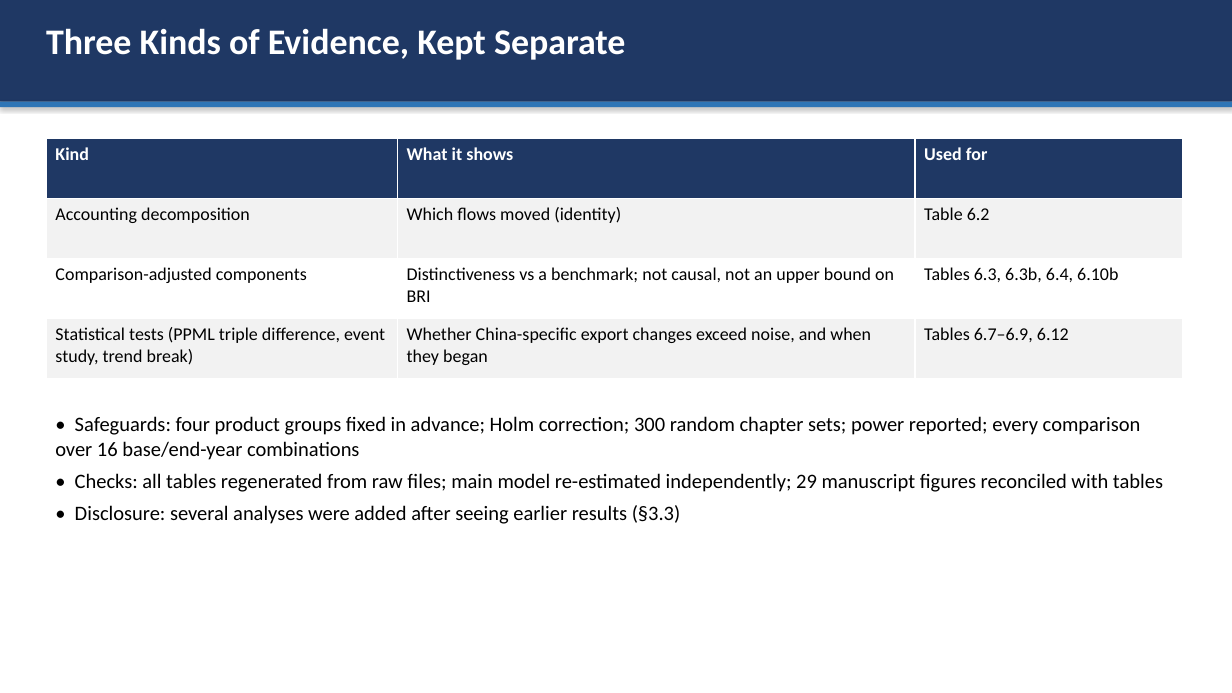
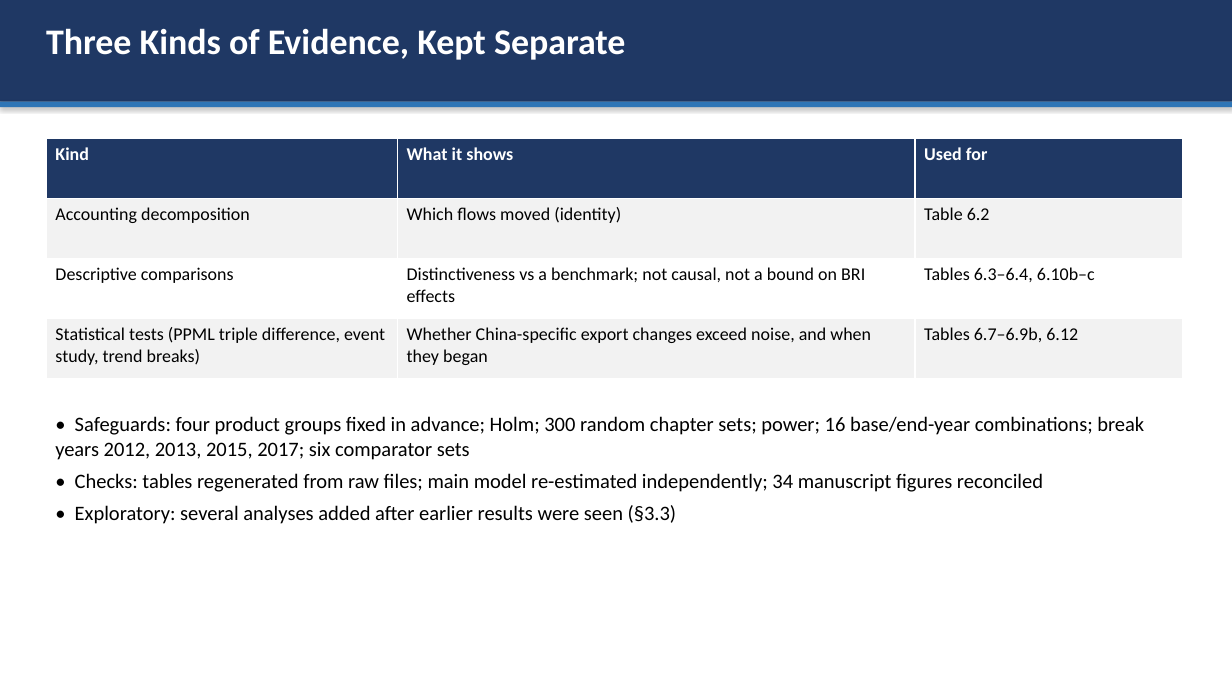
Before and after one commit to omirbeknikar-ship-it/dissertation-final, a slide deck: slide 6 of Paper/defense_presentation.pptx. Drawn at 1232x693 pixels with LibreOffice and Linux fonts; fonts in the diff are those of the drawing. Boxes give left, top, right and bottom in pixels: in the first picture for what was removed or moved away, otherwise in the second. Text is boxed around its words. In the diff, an @@ line names an element or a change of style, - is before the commit and + after.

Commit message:
Final validation: balance vs relationship, turnover, mechanism scorecard, dated milestones and alternative break years, extended comparators, narrowed conclusions; rewritten supervisor reply, slides and script

```diff
--- a/Paper/defense_presentation.pptx
+++ b/Paper/defense_presentation.pptx
@@ table at <box>46,139,1183,379</box> @@
-row 3: Comparison-adjusted components | Distinctiveness vs a benchmark; not causal, not an upper bound on BRI | Tables 6.3, 6.3b, 6.4, 6.10b
+row 3: Descriptive comparisons | Distinctiveness vs a benchmark; not causal, not a bound on BRI effects | Tables 6.3–6.4, 6.10b–c
-row 4, column 1: Statistical tests (PPML triple difference, event study, trend break)
+row 4, column 1: Statistical tests (PPML triple difference, event study, trend breaks)
-row 4, column 3: Tables 6.7–6.9, 6.12
+row 4, column 3: Tables 6.7–6.9b, 6.12
@@ text at <box>55,416,1144,524</box>: text changed @@
-• Safeguards: four product groups fixed in advance; Holm correction; 300 random chapter sets; power reported; every comparison over 16 base/end-year combinations
-• Checks: all tables regenerated from raw files; main model re-estimated independently; 29 manuscript figures reconciled with tables
-• Disclosure: several analyses were added after seeing earlier results (§3.3)
+• Safeguards: four product groups fixed in advance; Holm; 300 random chapter sets; power; 16 base/end-year combinations; break years 2012, 2013, 2015, 2017; six comparator sets
+• Checks: tables regenerated from raw files; main model re-estimated independently; 34 manuscript figures reconciled
+• Exploratory: several analyses added after earlier results were seen (§3.3)
```
Also in this commit, not shown: 11 other slides changed, 3 slides added, 3 slides removed, 26 other files.

++++++++++++++++++++

* [Exercise goal]:
With the images omitted, retype the records above exactly.

* [Answer to the exercise]:
Before and after one commit to omirbeknikar-ship-it/dissertation-final, a slide deck: slide 6 of Paper/defense_presentation.pptx. Drawn at 1232x693 pixels with LibreOffice and Linux fonts; fonts in the diff are those of the drawing. Boxes give left, top, right and bottom in pixels: in the first picture for what was removed or moved away, otherwise in the second. Text is boxed around its words. In the diff, an @@ line names an element or a change of style, - is before the commit and + after.

Commit message:
Final validation: balance vs relationship, turnover, mechanism scorecard, dated milestones and alternative break years, extended comparators, narrowed conclusions; rewritten supervisor reply, slides and script

```diff
--- a/Paper/defense_presentation.pptx
+++ b/Paper/defense_presentation.pptx
@@ table at <box>46,139,1183,379</box> @@
-row 3: Comparison-adjusted components | Distinctiveness vs a benchmark; not causal, not an upper bound on BRI | Tables 6.3, 6.3b, 6.4, 6.10b
+row 3: Descriptive comparisons | Distinctiveness vs a benchmark; not causal, not a bound on BRI effects | Tables 6.3–6.4, 6.10b–c
-row 4, column 1: Statistical tests (PPML triple difference, event study, trend break)
+row 4, column 1: Statistical tests (PPML triple difference, event study, trend breaks)
-row 4, column 3: Tables 6.7–6.9, 6.12
+row 4, column 3: Tables 6.7–6.9b, 6.12
@@ text at <box>55,416,1144,524</box>: text changed @@
-• Safeguards: four product groups fixed in advance; Holm correction; 300 random chapter sets; power reported; every comparison over 16 base/end-year combinations
-• Checks: all tables regenerated from raw files; main model re-estimated independently; 29 manuscript figures reconciled with tables
-• Disclosure: several analyses were added after seeing earlier results (§3.3)
+• Safeguards: four product groups fixed in advance; Holm; 300 random chapter sets; power; 16 base/end-year combinations; break years 2012, 2013, 2015, 2017; six comparator sets
+• Checks: tables regenerated from raw files; main model re-estimated independently; 34 manuscript figures reconciled
+• Exploratory: several analyses added after earlier results were seen (§3.3)
```
Also in this commit, not shown: 11 other slides changed, 3 slides added, 3 slides removed, 26 other files.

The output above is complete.